### WHAT TO PRODUCE
Return each entry below word for word, leaving out any image.

### SUPPLIED RECORDS
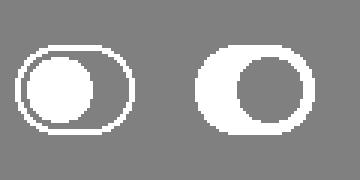
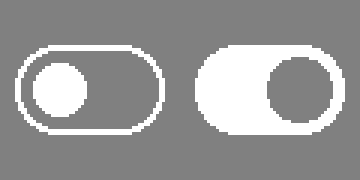
Layers edited between the first and the second (360, 180) image:
painted on "on" over [237, 45, 345, 135]
painted on "off" over [27, 45, 165, 135]
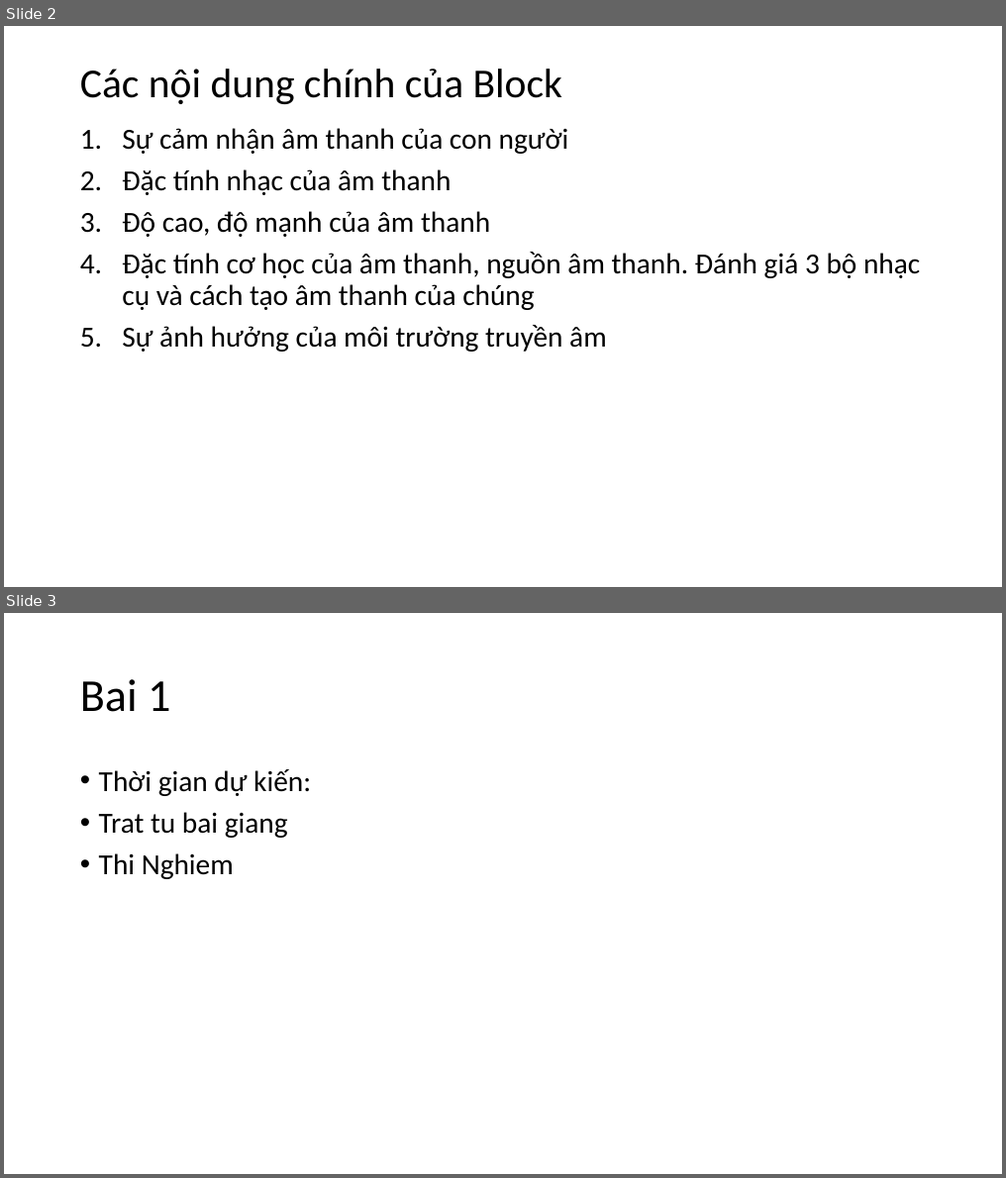
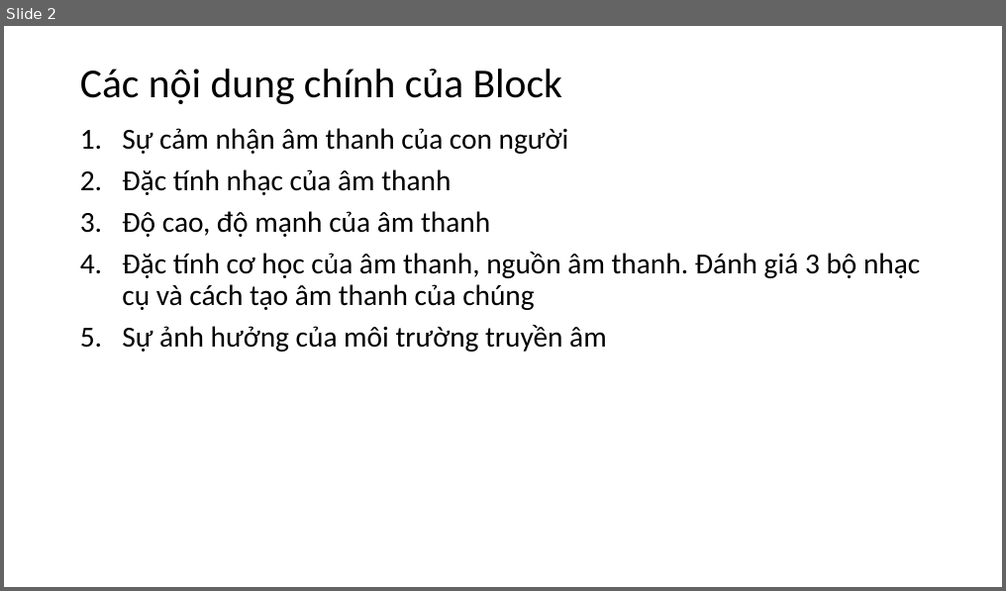
Before and after one commit to LeThoEdu/Nila_Class7, a slide deck: Block_VatLy_6_AmThanh.pptx. Shown one above the other, each under a label of ours: slides 2 and 3 before the commit, slide 2 after it. The pictures are 1006x1178 and 1006x591 pixels, drawn with LibreOffice and Linux fonts; fonts in the diff are those of the drawing. Boxes give left, top, right and bottom in pixels: in the first picture for what was removed or moved away, otherwise in the second. Text is boxed around its words. In the diff, an @@ line names an element or a change of style, - is before the commit and + after.

```diff
--- a/Block_VatLy_6_AmThanh.pptx
+++ b/Block_VatLy_6_AmThanh.pptx
@@ slide 3 removed at (4, 613, 1002, 1174), background #FFFFFF @@
@@ title removed at (80, 679, 170, 712) @@
-Bai 1
@@ text removed at (99, 769, 311, 879) @@
-• Thời gian dự kiến:
-• Trat tu bai giang
-• Thi Nghiem
```
Also in this commit, not shown: 1 slide added.

### ANSWER SPACE
Layers edited between the first and the second (360, 180) image:
painted on "on" over [237, 45, 345, 135]
painted on "off" over [27, 45, 165, 135]
Before and after one commit to LeThoEdu/Nila_Class7, a slide deck: Block_VatLy_6_AmThanh.pptx. Shown one above the other, each under a label of ours: slides 2 and 3 before the commit, slide 2 after it. The pictures are 1006x1178 and 1006x591 pixels, drawn with LibreOffice and Linux fonts; fonts in the diff are those of the drawing. Boxes give left, top, right and bottom in pixels: in the first picture for what was removed or moved away, otherwise in the second. Text is boxed around its words. In the diff, an @@ line names an element or a change of style, - is before the commit and + after.

```diff
--- a/Block_VatLy_6_AmThanh.pptx
+++ b/Block_VatLy_6_AmThanh.pptx
@@ slide 3 removed at (4, 613, 1002, 1174), background #FFFFFF @@
@@ title removed at (80, 679, 170, 712) @@
-Bai 1
@@ text removed at (99, 769, 311, 879) @@
-• Thời gian dự kiến:
-• Trat tu bai giang
-• Thi Nghiem
```
Also in this commit, not shown: 1 slide added.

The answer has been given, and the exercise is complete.